Diagnosis blues

This week has been quite a difficult one. We discovered that our mother has a brain tumour. While this explains all of the bizarre and inconsistent and unreliable behaviour that we’ve been noticing recently, it’s a bit of a shock.

Did I tell you how Mum was acting more and more strangely and refusing help? Well, one day a couple of weeks ago she took herself off to the doctor in a taxi (at a time when she should have been home for the cleaner – resulting in multiple phone calls with the next step being the police! – because she didn’t tell anyone she was going – but that’s another story). Mum went to ask if she had dementia, so the doctor ordered a CT scan that afternoon. The first I knew about it was a call from Mum saying I had to take her to the hospital for a brain scan. All the way there, she criticised her children as being too managing, too interfering, too nosy, and for sending too many helpers, and making too many phone calls, and ordering the wrong food to be delivered. She was certain that the brain scan would show no dementia and that after the diagnosis we could all just leave her alone, thank us very much. Very Greta Garbo.

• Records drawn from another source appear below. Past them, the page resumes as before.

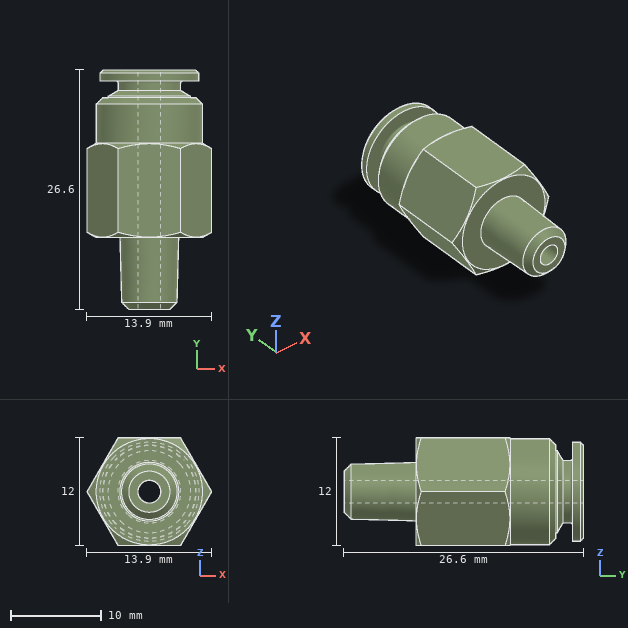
import cadquery as cq
import math

total_length = 26.62
stem_length = 7.99
stem_chamfer = 0.8
hex_length = 10.5
body_length = 5.05
skirt_length = 0.15
cone_length = 0.65
neck_length = 1.05
hex_end = stem_length + hex_length
body_end = hex_end + body_length
skirt_end = body_end + skirt_length
cone_end = skirt_end + cone_length
collar_start = cone_end + neck_length

bore_radius = 1.25
stem_tip_radius = 2.3
stem_taper_small_radius = 3.1
stem_taper_large_radius = 3.27
body_radius = 5.9
body_chamfer = 0.72
skirt_radius = 4.58
neck_radius = 3.5
neck_fillet = 0.2
collar_radius = 5.5
collar_chamfer = 0.37

hex_across_flats = 12.0
hex_corner_radius = hex_across_flats / math.sqrt(3)
hex_face_radius = 5.9
hex_chamfer_angle = math.radians(30)


def revolve_outline(outline):
    """Revolve a closed outline, drawn with radius along X, around the Y axis."""
    return outline.revolve(360, (0, 0), (0, 1))


def make_turned_body():
    fillet_bulge = neck_fillet * (1 - math.sqrt(0.5))
    outline = (
        cq.Workplane("XY")
        .lineTo(stem_tip_radius, 0)
        .lineTo(stem_taper_small_radius, stem_chamfer)
        .lineTo(stem_taper_large_radius, stem_length)
        .lineTo(body_radius, stem_length)
        .lineTo(body_radius, body_end - body_chamfer)
        .lineTo(body_radius - body_chamfer, body_end)
        .lineTo(skirt_radius, body_end)
        .lineTo(skirt_radius, skirt_end)
        .lineTo(neck_radius, cone_end)
        .lineTo(neck_radius, collar_start - neck_fillet)
        .threePointArc(
            (neck_radius + fillet_bulge, collar_start - fillet_bulge),
            (neck_radius + neck_fillet, collar_start),
        )
        .lineTo(collar_radius, collar_start)
        .lineTo(collar_radius, total_length - collar_chamfer)
        .lineTo(collar_radius - collar_chamfer, total_length)
        .lineTo(0, total_length)
        .close()
    )
    return revolve_outline(outline)


def make_hex_grip():
    prism = (
        cq.Workplane("XZ", origin=(0, stem_length, 0))
        .polygon(6, 2 * hex_corner_radius)
        .extrude(-hex_length)
    )
    corner_drop = (hex_corner_radius - hex_face_radius) * math.tan(hex_chamfer_angle)
    outline = cq.Workplane("XY").polyline([
        (0, stem_length),
        (hex_face_radius, stem_length),
        (hex_corner_radius, stem_length + corner_drop),
        (hex_corner_radius, hex_end - corner_drop),
        (hex_face_radius, hex_end),
        (0, hex_end),
    ]).close()
    envelope = revolve_outline(outline)
    return prism.intersect(envelope)


def make_bore():
    return cq.Workplane("XZ").circle(bore_radius).extrude(-total_length)


result = make_turned_body().union(make_hex_grip()).cut(make_bore())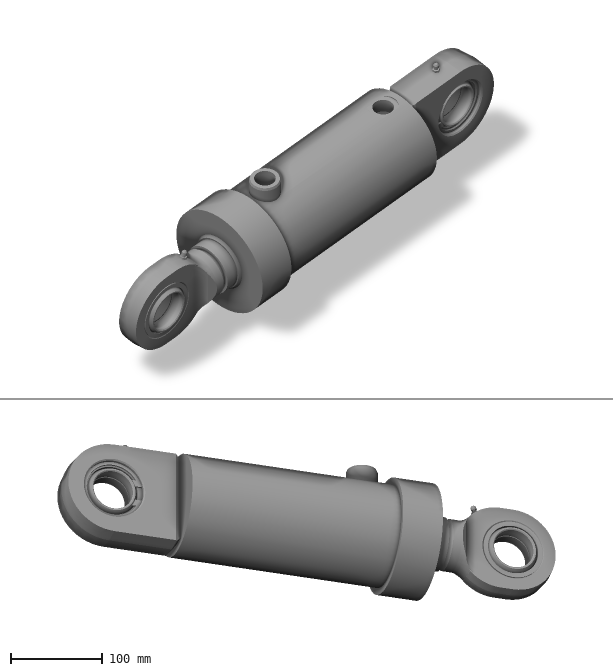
import cadquery as cq
import math


overall_length = 566.0

head_diameter = 130.0
head_length = 46.0
barrel_diameter = 115.0
barrel_rear_y = 286.0
gland_base_diameter = 68.0
gland_tip_diameter = 63.5
gland_length = 3.5

port_diameter = 35.0
port_bore_diameter = 24.0
port_bore_depth = 17.0
drill_point_angle = 118.0
rear_port_y = 261.0
spotface_z = 56.0
front_port_y = 72.5
boss_top_z = 75.0
boss_chamfer_height = 3.0
boss_chamfer_inset = 1.0

rear_eye_y = 363.5
rear_eye_radius = 55.0
rear_eye_width = 39.5
weld_chamfer_length = 7.0
weld_chamfer_inset = 5.5
eye_draft = 5.0

rod_diameter = 60.0
rod_end_y = -18.5
weld_groove_diameter = 51.0
neck_diameter = 58.0
neck_start_y = -24.0
neck_end_y = -34.5
rod_eye_diameter = 100.0
rod_eye_radius = rod_eye_diameter / 2
rod_eye_y = rear_eye_y + rear_eye_radius - overall_length + rod_eye_radius
rod_eye_width = 25.5
shoulder_y = -83.0
flare_radius = 18.0
flare_end_diameter = 78.0
plate_start_y = -47.5
taper_end_y = -41.0
taper_half_width = 21.5
flat_start_y = -53.0

bearing_bore = 45.0
bore_chamfer = 1.0
bearing_diameter = 68.0
seat_mouth_diameter = 71.0
ball_diameter = 60.0
ball_width = 32.0
outer_ring_bore = 58.0
outer_ring_width = rod_eye_width
oil_groove_width = 3.0
oil_groove_depth = 1.0
retainer_groove_diameter = 71.0
retainer_bore = 61.0
retainer_thickness = 2.0
retainer_gap = 16.5
lug_inner_radius = 26.5
lug_height = 7.5

nipple_hexagon = 8.5
nipple_base_height = 2.0
nipple_neck_diameter = 4.4
nipple_neck_height = 2.0
nipple_head_diameter = 6.0
nipple_head_height = 3.5
nipple_tip_diameter = 3.55
nipple_tip_height = 1.5
nipple_root = 3.0
rear_nipple_y = 345.0
rod_nipple_angle = 30.0
rod_nipple_tilt = 18.0


def cylinder_y(diameter, y_start, y_end):
    """Cylinder about the Y axis between two y positions."""
    plane = cq.Workplane("XZ", origin=(0, y_start, 0))
    return plane.circle(diameter / 2).extrude(y_start - y_end)


def cylinder_x(diameter, width):
    """Cylinder about the X axis, centred on x = 0."""
    return cq.Workplane("YZ").circle(diameter / 2).extrude(width / 2, both=True)


def drafted_plate(outline, width):
    """Plate with its outline in YZ, drafted to both sides of a ridge at x = 0."""
    half = outline.extrude(width / 2, taper=eye_draft)
    return half.union(half.mirror("YZ"))


def grease_nipple():
    """Nipple about Z: hexagonal base standing on z = 0 with a short root, neck and tapered head."""
    head_z = nipple_base_height + nipple_neck_height
    tip_z = head_z + nipple_head_height
    top_z = tip_z + nipple_tip_height
    base = (
        cq.Workplane("XY", origin=(0, 0, -nipple_root))
        .polygon(6, nipple_hexagon)
        .extrude(nipple_root + nipple_base_height)
    )
    fitting = (
        cq.Workplane("XZ")
        .lineTo(nipple_neck_diameter / 2, 0)
        .lineTo(nipple_neck_diameter / 2, head_z)
        .lineTo(nipple_head_diameter / 2, head_z)
        .lineTo(nipple_head_diameter / 2, tip_z)
        .lineTo(nipple_tip_diameter / 2, top_z)
        .lineTo(0, top_z)
        .close()
        .revolve(360, (0, 0, 0), (0, 1, 0))
    )
    return base.union(fitting)


def port_bore(y, mouth_z, floor_z):
    """Blind drilled hole from mouth_z down to floor_z, ending in a drill point."""
    radius = port_bore_diameter / 2
    point_depth = radius / math.tan(math.radians(drill_point_angle / 2))
    return (
        cq.Workplane("XZ", origin=(0, y, 0))
        .moveTo(0, mouth_z)
        .lineTo(radius, mouth_z)
        .lineTo(radius, floor_z)
        .lineTo(0, floor_z - point_depth)
        .close()
        .revolve(360, (0, 0, 0), (0, 1, 0))
    )


def rear_eye():
    """Drafted eye plate, chamfered all round where it meets the barrel."""
    outline = (
        cq.Workplane("YZ")
        .moveTo(0, -rear_eye_radius)
        .lineTo(rear_eye_y, -rear_eye_radius)
        .threePointArc((rear_eye_y + rear_eye_radius, 0), (rear_eye_y, rear_eye_radius))
        .lineTo(0, rear_eye_radius)
        .close()
    )
    barrel_side = cylinder_y(2 * head_diameter, -head_length, barrel_rear_y)
    plate = drafted_plate(outline, rear_eye_width).cut(barrel_side)
    end_edges = plate.faces("<Y").edges()
    return end_edges.chamfer(weld_chamfer_inset, weld_chamfer_length)


def bearing_seat(eye_width):
    """Cutter along X for a bearing's through bore, chamfered at both eye faces."""
    chamfer = (seat_mouth_diameter - bearing_diameter) / 2
    outer_x = eye_width / 2
    return (
        cq.Workplane("XZ")
        .moveTo(-outer_x, 0)
        .lineTo(-outer_x, seat_mouth_diameter / 2)
        .lineTo(-outer_x + chamfer, bearing_diameter / 2)
        .lineTo(outer_x - chamfer, bearing_diameter / 2)
        .lineTo(outer_x, seat_mouth_diameter / 2)
        .lineTo(outer_x, 0)
        .close()
        .revolve(360, (0, 0, 0), (1, 0, 0))
    )


def rear_bearing_seat():
    """Bearing seat with a groove for a retaining ring at each side of the bearing."""
    grooves_width = outer_ring_width + 2 * retainer_thickness
    grooves = cylinder_x(retainer_groove_diameter, grooves_width)
    grooves = grooves.cut(cylinder_x(retainer_groove_diameter, outer_ring_width))
    return bearing_seat(rear_eye_width).union(grooves).translate((0, rear_eye_y, 0))


def build_housing():
    """Head, barrel, oil ports and rear eye."""
    head = cylinder_y(head_diameter, 0, head_length)
    barrel = cylinder_y(barrel_diameter, head_length, barrel_rear_y)
    gland = (
        cq.Workplane("XZ")
        .circle(gland_base_diameter / 2)
        .workplane(offset=gland_length)
        .circle(gland_tip_diameter / 2)
        .loft()
    )
    boss = (
        cq.Workplane("XY", origin=(0, front_port_y, 0))
        .circle(port_diameter / 2)
        .extrude(boss_top_z)
        .faces(">Z")
        .chamfer(boss_chamfer_height, boss_chamfer_inset)
    )
    nipple = grease_nipple().translate((0, rear_nipple_y, rear_eye_radius))
    spotface = (
        cq.Workplane("XY", origin=(0, rear_port_y, spotface_z))
        .circle(port_diameter / 2)
        .extrude(barrel_diameter)
    )
    port_floor_z = spotface_z - port_bore_depth
    body = head.union(barrel).union(gland).union(boss).union(rear_eye()).union(nipple)
    body = body.cut(spotface)
    body = body.cut(port_bore(rear_port_y, spotface_z, port_floor_z))
    body = body.cut(port_bore(front_port_y, boss_top_z, port_floor_z))
    body = body.cut(cylinder_y(rod_diameter, -gland_length, head_length))
    return body.cut(rear_bearing_seat())


def flare_points():
    """Start, middle and end (y, z) of the arc from the neck out to the rod eye shoulder."""
    neck_radius = neck_diameter / 2
    centre_z = neck_radius + flare_radius
    centre_distance = rod_eye_radius + flare_radius
    centre_y = shoulder_y + math.sqrt(centre_distance**2 - centre_z**2)
    end_angle = math.atan2(-centre_z, shoulder_y - centre_y)
    middle_angle = (end_angle - math.pi / 2) / 2
    middle = (
        centre_y + flare_radius * math.cos(middle_angle),
        centre_z + flare_radius * math.sin(middle_angle),
    )
    end = (
        centre_y + flare_radius * math.cos(end_angle),
        centre_z + flare_radius * math.sin(end_angle),
    )
    return (centre_y, neck_radius), middle, end


def shoulder_point(angle):
    """(y, z) on the shoulder arc, with the angle measured from +Z toward +Y."""
    angle = math.radians(angle)
    return shoulder_y + rod_eye_radius * math.sin(angle), rod_eye_radius * math.cos(angle)


def rod_eye_plate():
    """Drafted eye plate with a tongue that ends inside the neck."""
    start_angle = math.degrees(math.asin((plate_start_y - shoulder_y) / rod_eye_radius))
    start_y, start_z = shoulder_point(start_angle)
    middle_y, middle_z = shoulder_point(start_angle / 2)
    tongue_z = rod_eye_width / 2
    outline = (
        cq.Workplane("YZ")
        .moveTo(neck_end_y, -tongue_z)
        .lineTo(neck_end_y, tongue_z)
        .lineTo(start_y, start_z)
        .threePointArc((middle_y, middle_z), (shoulder_y, rod_eye_radius))
        .lineTo(rod_eye_y, rod_eye_radius)
        .threePointArc((rod_eye_y - rod_eye_radius, 0), (rod_eye_y, -rod_eye_radius))
        .lineTo(shoulder_y, -rod_eye_radius)
        .threePointArc((middle_y, -middle_z), (start_y, -start_z))
        .close()
    )
    return drafted_plate(outline, rod_eye_width)


def rod_neck():
    """Round neck that flares in height and narrows to the width of the eye."""
    start, middle, end = flare_points()
    round_part = (
        cq.Workplane("YZ")
        .moveTo(rod_end_y, 0)
        .lineTo(rod_end_y, weld_groove_diameter / 2)
        .lineTo(neck_start_y, neck_diameter / 2)
        .lineTo(*start)
        .threePointArc(middle, end)
        .lineTo(flat_start_y, flare_end_diameter / 2)
        .lineTo(flat_start_y, 0)
        .close()
        .revolve(360, (0, 0, 0), (1, 0, 0))
    )
    half_eye = rod_eye_width / 2
    half_neck = neck_diameter / 2
    rise = taper_half_width - half_eye
    run = taper_end_y - flat_start_y
    blend_radius = (rise**2 + run**2) / (2 * rise)
    sweep = math.asin(run / blend_radius) / 2
    middle_x = half_eye + blend_radius * (1 - math.cos(sweep))
    middle_y = flat_start_y + blend_radius * math.sin(sweep)
    width_limit = (
        cq.Workplane("XY")
        .moveTo(-half_neck, 0)
        .lineTo(-half_neck, neck_end_y)
        .lineTo(-taper_half_width, taper_end_y)
        .threePointArc((-middle_x, middle_y), (-half_eye, flat_start_y))
        .lineTo(half_eye, flat_start_y)
        .threePointArc((middle_x, middle_y), (taper_half_width, taper_end_y))
        .lineTo(half_neck, neck_end_y)
        .lineTo(half_neck, 0)
        .close()
        .extrude(head_diameter, both=True)
    )
    return round_part.intersect(width_limit)


def build_rod():
    """Piston rod reaching through the head, with its eye."""
    shaft = cylinder_y(rod_diameter, rod_end_y, head_length)
    nipple_y, nipple_z = shoulder_point(rod_nipple_angle)
    nipple = (
        grease_nipple()
        .rotate((0, 0, 0), (1, 0, 0), -rod_nipple_tilt)
        .translate((0, nipple_y, nipple_z))
    )
    body = shaft.union(rod_neck()).union(rod_eye_plate()).union(nipple)
    return body.cut(bearing_seat(rod_eye_width).translate((0, rod_eye_y, 0)))


def build_bearing():
    """Spherical bearing about X: outer ring and ball with an oil groove in its bore."""
    outer_ring = cylinder_x(bearing_diameter, outer_ring_width)
    outer_ring = outer_ring.cut(cylinder_x(outer_ring_bore, outer_ring_width))
    ball_edge_z = math.sqrt(ball_diameter**2 - ball_width**2) / 2
    ball = (
        cq.Workplane("XZ")
        .moveTo(-ball_width / 2, 0)
        .lineTo(-ball_width / 2, ball_edge_z)
        .threePointArc((0, ball_diameter / 2), (ball_width / 2, ball_edge_z))
        .lineTo(ball_width / 2, 0)
        .close()
        .revolve(360, (0, 0, 0), (1, 0, 0))
    )
    oil_groove = cylinder_x(bearing_bore + 2 * oil_groove_depth, oil_groove_width)
    ball = ball.cut(cylinder_x(bearing_bore, ball_width))
    bore_edges = ball.faces("<X or >X").edges(cq.selectors.RadiusNthSelector(0))
    ball = bore_edges.chamfer(bore_chamfer)
    return outer_ring.union(ball).cut(oil_groove)


def retaining_ring():
    """Open ring from x = 0 toward +X, with a lug on each side of its gap facing -Y."""
    ring = (
        cq.Workplane("YZ")
        .circle(retainer_groove_diameter / 2)
        .circle(retainer_bore / 2)
        .extrude(retainer_thickness)
    )
    gap = cq.Workplane("YZ").center(-retainer_groove_diameter / 2, 0)
    ring = ring.cut(gap.rect(retainer_groove_diameter, retainer_gap).extrude(retainer_thickness))
    lug_zone = (
        cq.Workplane("YZ")
        .circle(bearing_diameter / 2)
        .circle(lug_inner_radius)
        .extrude(retainer_thickness)
    )
    lug_z = (retainer_gap + lug_height) / 2
    lug_blocks = (
        cq.Workplane("YZ")
        .center(-retainer_groove_diameter / 2, 0)
        .pushPoints([(0, lug_z), (0, -lug_z)])
        .rect(retainer_groove_diameter, lug_height)
        .extrude(retainer_thickness)
    )
    return ring.union(lug_zone.intersect(lug_blocks))


def build_retained_bearing():
    """Spherical bearing held between two retaining rings."""
    ring = retaining_ring().translate((outer_ring_width / 2, 0, 0))
    return build_bearing().union(ring).union(ring.mirror("YZ"))


housing = build_housing()
rod = build_rod()
rear_bearing = build_retained_bearing().translate((0, rear_eye_y, 0))
rod_bearing = build_bearing().translate((0, rod_eye_y, 0))

result = cq.Compound.makeCompound(
    [housing.val(), rod.val(), rear_bearing.val(), rod_bearing.val()]
)

The upshot is, after a lengthy scan and a trip back to the GP, that she has a meningioma which is not malignant in itself, but steadily growing and impacting on her brain function. Off we went to the neurosurgeon next day, who ruled out surgery (her bad health and a long recovery time) and any other treatment (tumour too large for radio). And a palliative care team has been allocated to us.

So it’s been  an interesting time, negotiating all of us siblings and our diverse opinions. Mum, on the other hand, is very stoic and quite serene, and says she’s much happier now that she knows. She is calling everyone in her address book to tell them she has a brain tumour!